This week, an OpenAI employee accused Elon Musk’s AI company xAI of publishing misleading benchmark results for their latest AI model-Grok 3. Hence, the issue on bench-marking in AI and how AI labs report them is under consideration. One of the co-founders of xAI, Igor Babushkin, insisted that the company was correct.

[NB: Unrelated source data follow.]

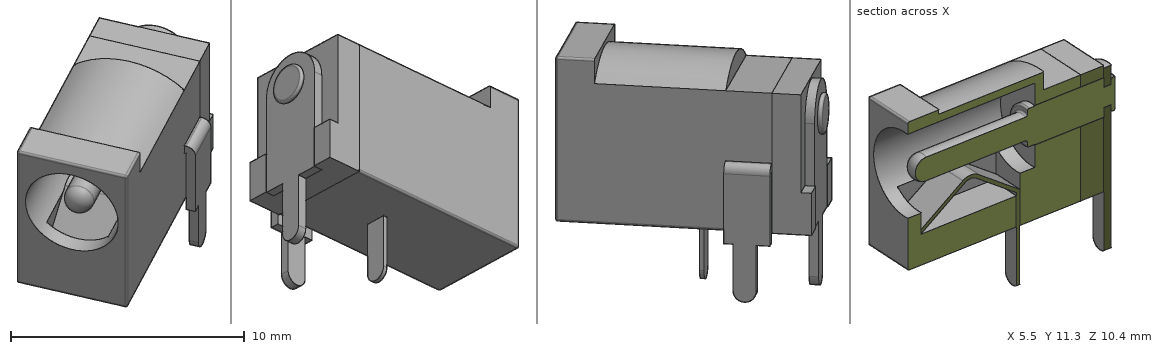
import cadquery as cq
import math


BODY_WIDTH = 5.0
HALF_WIDTH = BODY_WIDTH / 2
BODY_TOP = 6.3
MOUTH_TOP = 7.4
MOUTH_DEPTH = 1.7
BARREL_TOP = 7.2
BARREL_END = 7.4
HOUSING_LENGTH = 9.4
EDGE_FILLET = 0.1
AXIS_Z = 4.7
BORE_DIAMETER = 4.2
BORE_DEPTH = 6.9

SHEET = 0.42
LEG_WIDTH = 1.0
LEG_BOTTOM = -3.0
HALF_LEG = LEG_WIDTH / 2

CAP_BACK = 10.66
LEDGE_BACK = 11.12
LEDGE_TOP = 1.9

PLATE_WIDTH = 3.0
PLATE_BACK = CAP_BACK + SHEET

TIP_DIAMETER = 1.3
TIP_CENTRE_Y = 1.0
COLLAR_DIAMETER = 2.0
COLLAR_FRONT = 6.5
PIN_FILLET = 0.1
STEM_DIAMETER = 1.1
RIVET_DIAMETER = 1.8
OVERALL_LENGTH = 11.3

TERMINAL_OUTER_X = 3.0
TERMINAL_INNER_X = TERMINAL_OUTER_X - SHEET
TERMINAL_ROOT_X = 1.5
TERMINAL_TOP = 3.15
TERMINAL_FRONT = BARREL_END
TERMINAL_LEG_Y = 8.3

SPRING_SHEET = 0.2
SPRING_FRONT = 0.75
SPRING_BACK = 6.1
SPRING_SLOPE = math.radians(35)
SPRING_CREST_Z = 3.52
SPRING_CREST_WIDTH = 2.7
CREST_RADIUS = 0.75
POCKET_WIDTH = 2.8
CREST_Y = (SPRING_FRONT + SPRING_BACK) / 2
APEX_Z = SPRING_CREST_Z + CREST_RADIUS * (1 / math.cos(SPRING_SLOPE) - 1)
FOOT_TOP = APEX_Z - (CREST_Y - SPRING_FRONT) * math.tan(SPRING_SLOPE)
SPRING_DROP = SPRING_SHEET / math.cos(SPRING_SLOPE)
POCKET_FLOOR = FOOT_TOP - SPRING_DROP


def block(x_range, y_range, z_range):
    """Box between two limits on each axis."""
    (x0, x1), (y0, y1), (z0, z1) = x_range, y_range, z_range
    return cq.Workplane("XY").box(x1 - x0, y1 - y0, z1 - z0, centered=False).translate((x0, y0, z0))


def centred_block(width, y_range, z_range):
    """Box symmetric about X = 0."""
    return block((-width / 2, width / 2), y_range, z_range)


def rod(diameter, y_start, y_end):
    """Cylinder along the plug axis."""
    plane = cq.Workplane("XZ", origin=(0, y_start, AXIS_Z))
    return plane.circle(diameter / 2).extrude(y_start - y_end)


def round_leg_profile(plane, centre, top):
    """Upright leg outline with a semicircular bottom end, on a plane whose second axis is Z."""
    round_z = LEG_BOTTOM + HALF_LEG
    return (
        plane.moveTo(centre - HALF_LEG, top)
        .lineTo(centre - HALF_LEG, round_z)
        .threePointArc((centre, LEG_BOTTOM), (centre + HALF_LEG, round_z))
        .lineTo(centre + HALF_LEG, top)
        .close()
    )


def leg_across(y_front, y_back, top):
    """Leg whose sheet faces along Y."""
    plane = cq.Workplane("XZ", origin=(0, y_front, 0))
    return round_leg_profile(plane, 0, top).extrude(y_front - y_back)


def make_spring():
    """Roof-shaped leaf that tapers towards its crest, with a solder leg at the back end."""
    leaf = (
        cq.Workplane("YZ", origin=(-POCKET_WIDTH / 2, 0, 0))
        .moveTo(SPRING_FRONT, FOOT_TOP)
        .lineTo(CREST_Y, APEX_Z)
        .lineTo(SPRING_BACK, FOOT_TOP)
        .lineTo(SPRING_BACK, POCKET_FLOOR)
        .lineTo(CREST_Y, APEX_Z - SPRING_DROP)
        .lineTo(SPRING_FRONT, POCKET_FLOOR)
        .close()
        .extrude(POCKET_WIDTH)
    )
    crest_bends = [(APEX_Z, CREST_RADIUS), (APEX_Z - SPRING_DROP, CREST_RADIUS - SPRING_SHEET)]
    for corner_z, radius in crest_bends:
        corner = cq.selectors.NearestToPointSelector((0, CREST_Y, corner_z))
        leaf = leaf.edges(corner).fillet(radius)
    half_foot = POCKET_WIDTH / 2
    half_crest = SPRING_CREST_WIDTH / 2
    plan = (
        cq.Workplane("XY")
        .polyline([
            (-half_foot, SPRING_FRONT),
            (half_foot, SPRING_FRONT),
            (half_crest, CREST_Y),
            (half_crest, SPRING_BACK),
            (-half_crest, SPRING_BACK),
            (-half_crest, CREST_Y),
        ])
        .close()
        .extrude(APEX_Z)
    )
    return leaf.intersect(plan).union(leg_across(SPRING_BACK - SPRING_SHEET, SPRING_BACK, FOOT_TOP))


def make_side_terminal():
    """Bent strip leaving the side of the housing, with one solder leg."""
    y_range = (TERMINAL_FRONT, HOUSING_LENGTH)
    strip = block((TERMINAL_ROOT_X, TERMINAL_OUTER_X), y_range, (TERMINAL_TOP - SHEET, TERMINAL_TOP))
    strip = strip.union(block((TERMINAL_INNER_X, TERMINAL_OUTER_X), y_range, (-SHEET, TERMINAL_TOP)))
    strip = strip.edges("|Y and >X and >Z").fillet(SHEET)
    plane = cq.Workplane("YZ", origin=(TERMINAL_INNER_X, 0, 0))
    return strip.union(round_leg_profile(plane, TERMINAL_LEG_Y, 0).extrude(SHEET))


def make_rear_plate():
    """Round-topped plate on the back of the cap, held by the riveted pin."""
    half_plate = PLATE_WIDTH / 2
    plate = (
        cq.Workplane("XZ", origin=(0, CAP_BACK, 0))
        .moveTo(-half_plate, 0)
        .lineTo(-half_plate, AXIS_Z)
        .threePointArc((0, AXIS_Z + half_plate), (half_plate, AXIS_Z))
        .lineTo(half_plate, 0)
        .close()
        .extrude(-SHEET)
    )
    plate = plate.union(leg_across(CAP_BACK, PLATE_BACK, LEDGE_TOP))
    return plate.cut(rod(STEM_DIAMETER, CAP_BACK, PLATE_BACK))


def make_centre_pin():
    """Turned contact with a round tip, a collar, a stem through the plate and a rivet head."""
    tip = TIP_DIAMETER / 2
    collar = COLLAR_DIAMETER / 2
    stem = STEM_DIAMETER / 2
    rivet = RIVET_DIAMETER / 2
    rim = (OVERALL_LENGTH - PLATE_BACK) / 2
    diagonal = math.sqrt(0.5)
    inset = PIN_FILLET * (1 - diagonal)
    profile = (
        cq.Workplane("XY", origin=(0, 0, AXIS_Z))
        .moveTo(0, TIP_CENTRE_Y - tip)
        .threePointArc((tip * diagonal, TIP_CENTRE_Y - tip * diagonal), (tip, TIP_CENTRE_Y))
        .lineTo(tip, COLLAR_FRONT - PIN_FILLET)
        .threePointArc((tip + inset, COLLAR_FRONT - inset), (tip + PIN_FILLET, COLLAR_FRONT))
        .lineTo(collar - PIN_FILLET, COLLAR_FRONT)
        .threePointArc((collar - inset, COLLAR_FRONT + inset), (collar, COLLAR_FRONT + PIN_FILLET))
        .lineTo(collar, CAP_BACK)
        .lineTo(stem, CAP_BACK)
        .lineTo(stem, PLATE_BACK)
        .lineTo(rivet - rim, PLATE_BACK)
        .threePointArc((rivet, PLATE_BACK + rim), (rivet - rim, OVERALL_LENGTH))
        .lineTo(0, OVERALL_LENGTH)
        .close()
    )
    return profile.revolve(360, (0, 0, 0), (0, 1, 0))


def make_arched_roof():
    """Shallow arch over the full width, between the mouth block and the end of the barrel."""
    return (
        cq.Workplane("XZ", origin=(0, MOUTH_DEPTH, 0))
        .moveTo(-HALF_WIDTH, BODY_TOP)
        .threePointArc((0, BARREL_TOP), (HALF_WIDTH, BODY_TOP))
        .close()
        .extrude(MOUTH_DEPTH - BARREL_END)
    )


def make_housing(pin, spring, terminal):
    """Box with a mouth block, an arched roof, the plug bore and seats for the contacts."""
    mouth = centred_block(BODY_WIDTH, (0, MOUTH_DEPTH), (0, MOUTH_TOP))
    body = centred_block(BODY_WIDTH, (0, HOUSING_LENGTH), (0, BODY_TOP)).union(mouth)
    long_edges = body.edges("|Y and <Z").add(body.edges("|Y and >Z"))
    body = long_edges.add(body.faces("<Y").edges()).fillet(EDGE_FILLET)
    body = body.union(make_arched_roof())
    body = body.cut(rod(BORE_DIAMETER, 0, BORE_DEPTH))
    body = body.cut(centred_block(POCKET_WIDTH, (SPRING_FRONT, SPRING_BACK), (POCKET_FLOOR, AXIS_Z)))
    for contact in (pin, spring, terminal):
        body = body.cut(contact)
    return body


def make_cap(pin):
    """Rear closure with a slotted ledge that holds the plate and a hole for the pin collar."""
    cap = centred_block(BODY_WIDTH, (HOUSING_LENGTH, CAP_BACK), (0, BODY_TOP))
    ledge = centred_block(BODY_WIDTH, (HOUSING_LENGTH, LEDGE_BACK), (0, LEDGE_TOP))
    plate_slot = centred_block(PLATE_WIDTH, (CAP_BACK, LEDGE_BACK), (0, LEDGE_TOP))
    return cap.union(ledge).cut(plate_slot).cut(pin)


centre_pin = make_centre_pin()
contact_spring = make_spring()
side_terminal = make_side_terminal()
rear_plate = make_rear_plate()
rear_cap = make_cap(centre_pin)
housing = make_housing(centre_pin, contact_spring, side_terminal)

result = cq.Compound.makeCompound([
    housing.val(),
    rear_cap.val(),
    rear_plate.val(),
    centre_pin.val(),
    contact_spring.val(),
    side_terminal.val(),
])

In a post on xAI’s blog, the company recently published a graph showing Grok 3’s performance on the challenging math question set AIME 2025 from a recently invited math exam. Some experts have raised questions about the validity of using AIME as an AI benchmark. Nevertheless, AIME 2025 and older versions of the test are commonly used to assess a model’s mathematical capabilities.
The graph from xAI shows two variants of Grok 3: Grok 3 Reasoning Beta and Grok 3 Mini Reasoning, which outperform OpenAI’s top-performing model, o3-mini-high, on AIME 2025. However, OpenAI employees quickly pointed out on X that the graph from xAI did not include o3-mini-high’s AIME 2025 score at “cons@64.” You might wonder what cons@64 is. It is a short name for consensus@64, essentially giving the model 64 trials to solve each benchmark problem and then taking the most-frequent answers as its final answer.
As you can imagine, cons@64 significantly boosts a model’s benchmark score, and removing it from the graph makes it seem like one model is better than another, when that’s not the case. The scores for Grok 3 Reasoning Beta and Grok 3 Mini Reasoning on AIME 2025 at “@1,” which means the first score that the model received on the benchmark, are indeed lower scores than those achieved by o3-mini-high. Grok 3 Reasoning Beta is also slightly behind OpenAI’s o1 model, which is set on “medium” computing. Despite this, xAI is advertising Grok 3 as “the world’s smartest AI.”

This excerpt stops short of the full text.